Moreover, petitioners cannot simply deflect their negligence and liability by
insisting that petitioner Tabugo gave specific instructions to her science class
not to look directly into the heated compound. Neither does our ruling in St.
Marys preclude their liability in this case.
Unfortunately for petitioners, St. Marys is not in point. In that case,
respondents thereat admitted the documentary exhibits establishing that the
cause of the accident was a mechanical defect and not the recklessness of
the minor, James Daniel II, in driving the jeep. We held, thus:
Significantly, respondents did not present any evidence to show that the
proximate cause of the accident was the negligence of the school authorities,
or the reckless driving of James Daniel II. x x x.
Further, there was no evidence that petitioner school allowed the minor
James Daniel II to drive the jeep of respondent Vivencio Villanueva. It was
Ched Villanueva, grandson of respondent Vivencio Villanueva, who had
possession and control of the jeep. He was driving the vehicle and he
allowed James Daniel II, a minor, to drive the jeep at the time of the accident.
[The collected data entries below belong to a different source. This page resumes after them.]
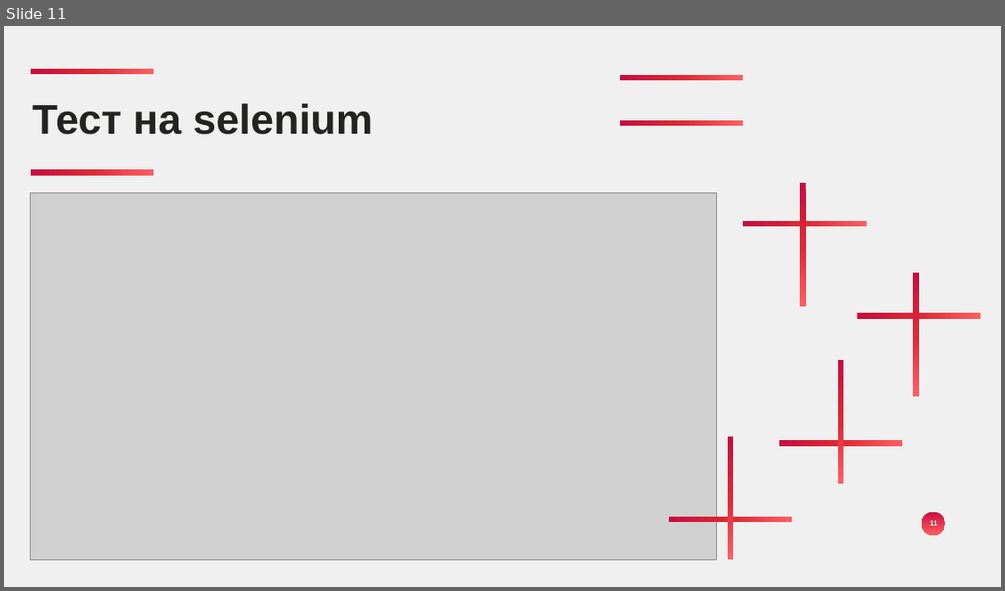
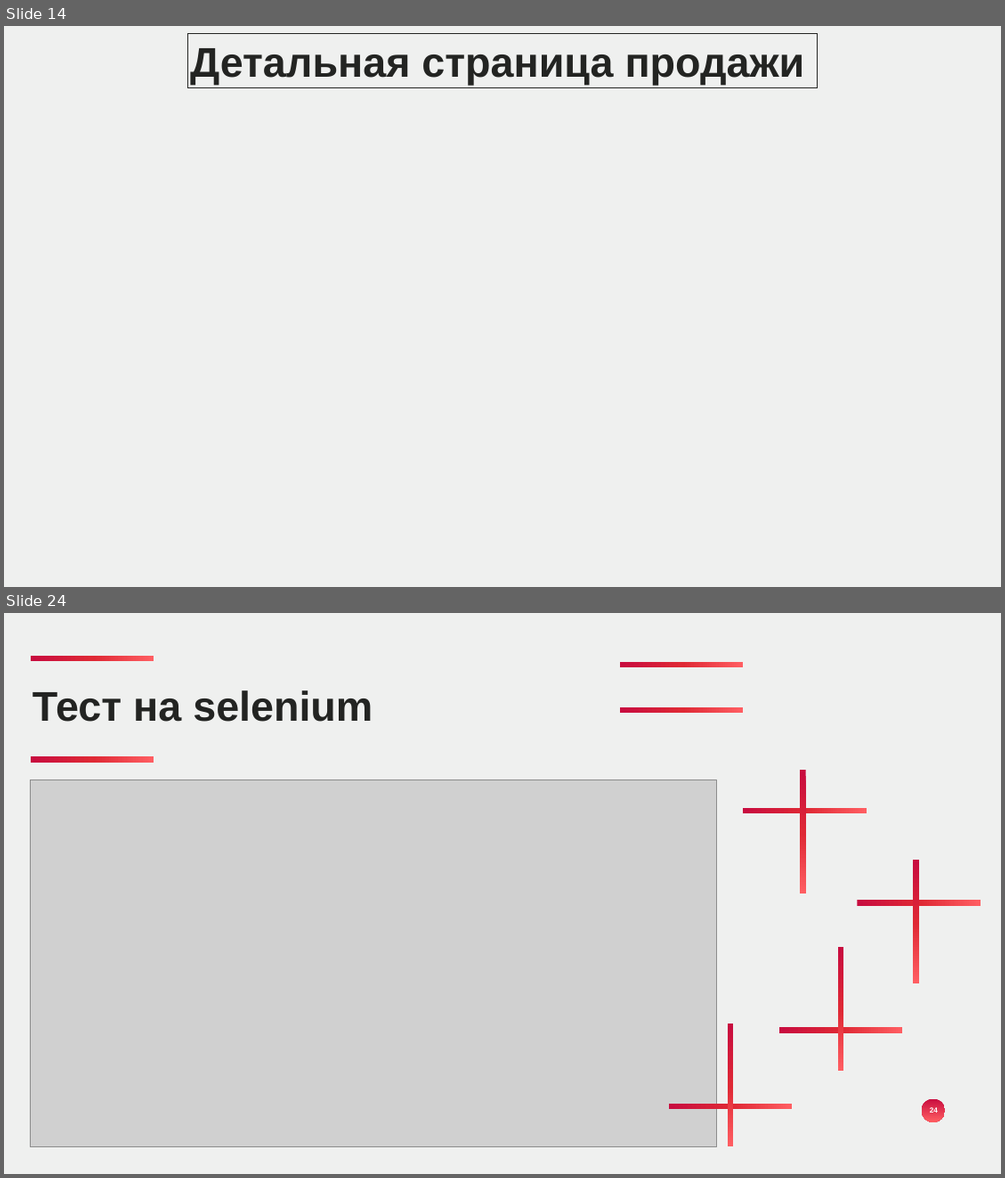
Before and after one commit to Slowpool/diploma-musical-shop-, a slide deck: OuterData/Махницкий диплом.pptx. Shown one above the other, each under a label of ours: slide 11 before the commit, slides 14 and 24 after it; the slides between them are not shown. The pictures are 1005x591 and 1005x1178 pixels, drawn with LibreOffice and Linux fonts; fonts in the diff are those of the drawing; grey boxes stand for pictures; background and template pictures are left out. Boxes give left, top, right and bottom in pixels: in the first picture for what was removed or moved away, otherwise in the second. Text is boxed around its words. In the diff, an @@ line names an element or a change of style, - is before the commit and + after.

```diff
--- a/OuterData/Махницкий диплом.pptx
+++ b/OuterData/Махницкий диплом.pptx
@@ slide 14 added at [4, 26, 1001, 587], background picture (left out) @@
@@ rectangle added at [188, 33, 817, 87], outline #232422 1 pt, 80 pt, text #232422, bold @@
+Детальная страница продажи
@@ what was slide 11 is now slide 24 @@
@@ page number at [930, 1107, 938, 1112]: text changed @@
-11
+24
```
Also in this commit, not shown: 2 slides changed, 13 other slides added, 1 other file.
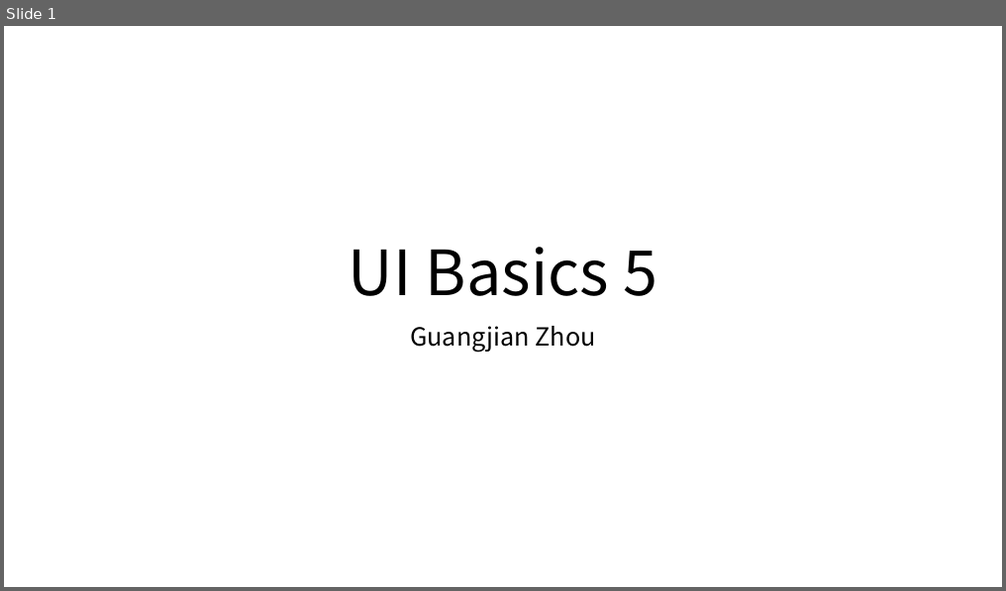
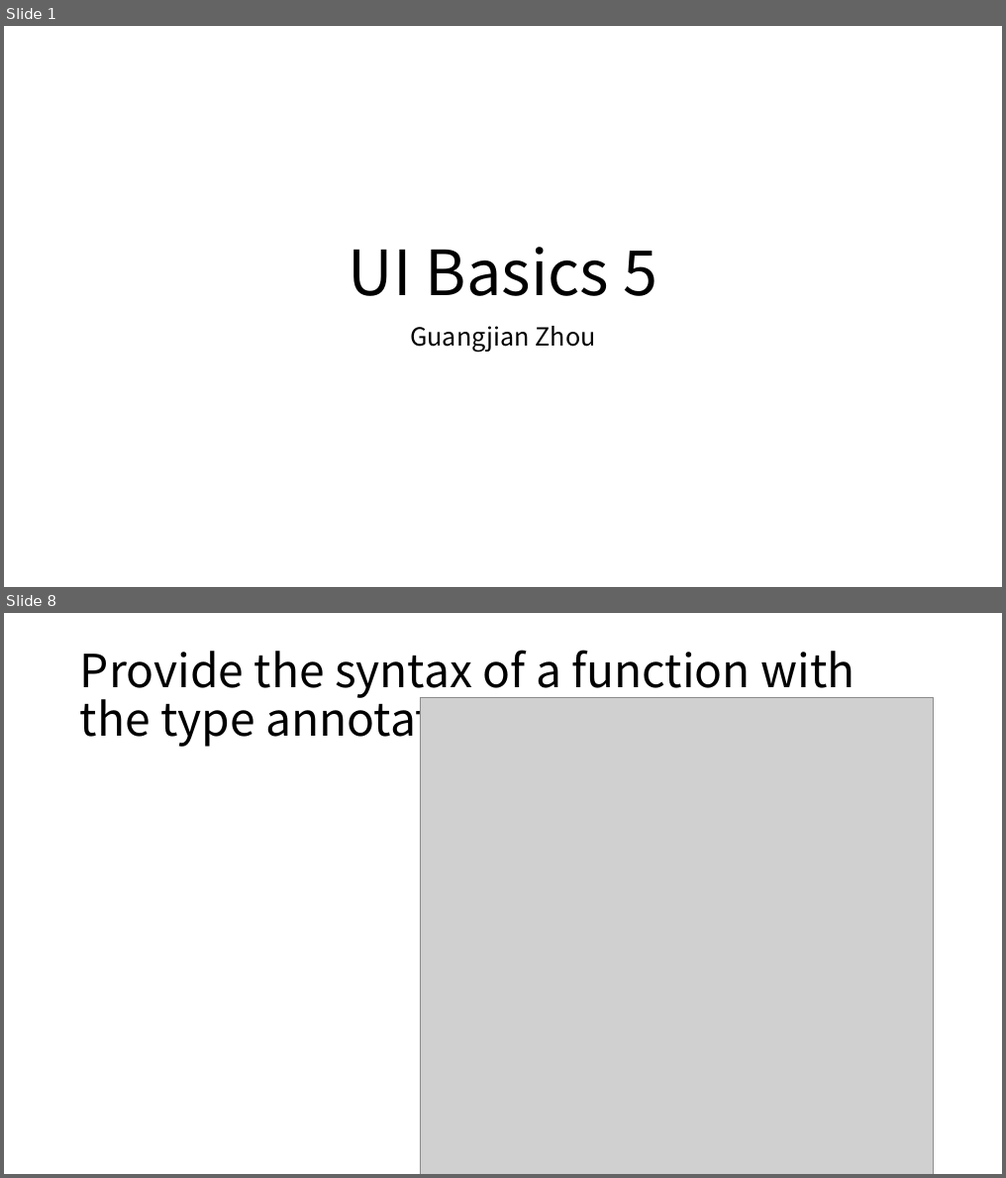
Before and after one commit to Marvioo/Cogent, a slide deck: Java Basics/UI Basics 5.pptx. Shown one above the other, each under a label of ours: slide 1 before the commit, slides 1 and 8 after it; the slides between them are not shown. The pictures are 1006x591 and 1006x1178 pixels, drawn with LibreOffice and Linux fonts; fonts in the diff are those of the drawing; grey boxes stand for pictures. Boxes give left, top, right and bottom in pixels: in the first picture for what was removed or moved away, otherwise in the second. Text is boxed around its words. In the diff, an @@ line names an element or a change of style, - is before the commit and + after.

```diff
--- a/Java Basics/UI Basics 5.pptx
+++ b/Java Basics/UI Basics 5.pptx
@@ slide 8 added at (4, 613, 1002, 1174), background #FFFFFF @@
@@ title added at (80, 650, 854, 748), 44 pt, text #000000 @@
+Provide the syntax of a function with the type annotations.
@@ picture added at (420, 697, 933, 1174) @@
```
Also in this commit, not shown: 14 other slides added.

Hence, liability for the accident, whether caused by the negligence of the
minor driver or mechanical detachment of the steering wheel guide of the
jeep, must be pinned on the minors parents primarily. The negligence of
petitioner St. Marys Academy was only a remote cause of the accident.
Between the remote cause and the injury, there intervened the negligence of
the minors parents or the detachment of the steering wheel guide of the jeep.
In marked contrast, both the lower courts similarly concluded that the mishap
which happened during the science experiment was foreseeable by the
school, its officials and teachers. This neglect in preventing a foreseeable
injury and damage equates to neglect in exercising the utmost degree of
diligence required of schools, its administrators and teachers, and, ultimately,
was the proximate cause of the damage and injury to Jayson. As we have
held in St. Marys, for petitioner [St. Marys Academy] to be liable, there must
be a finding that the act or omission considered as negligent was the
proximate cause of the injury caused because the negligence must have a
causal connection to the accident.[12]
As regards the contributory negligence of Jayson, we see no need to disturb
the lower courts identical rulings thereon:
As earlier discussed, the proximate cause of [Jaysons] injury was the
explosion of the heated compound independent of any efficient intervening
cause. The negligence on the part of [petitioner] Tabugo in not making sure
that the science experiment was correctly conducted was the proximate
cause or reason why the heated compound exploded and injured not only
[Jayson] but his classmates as well. However, [Jayson] is partly responsible
for his own injury, hence, he should not be entitled to recover damages in full
but must likewise bear the consequences of his own negligence.
[Petitioners], therefore, should be held liable only for the damages actually
caused by their negligence.
Lastly, given our foregoing ruling, we likewise affirm the lower courts award of
actual and moral damages, and grant of attorneys fees. The denial of
petitioners counterclaim is also in order.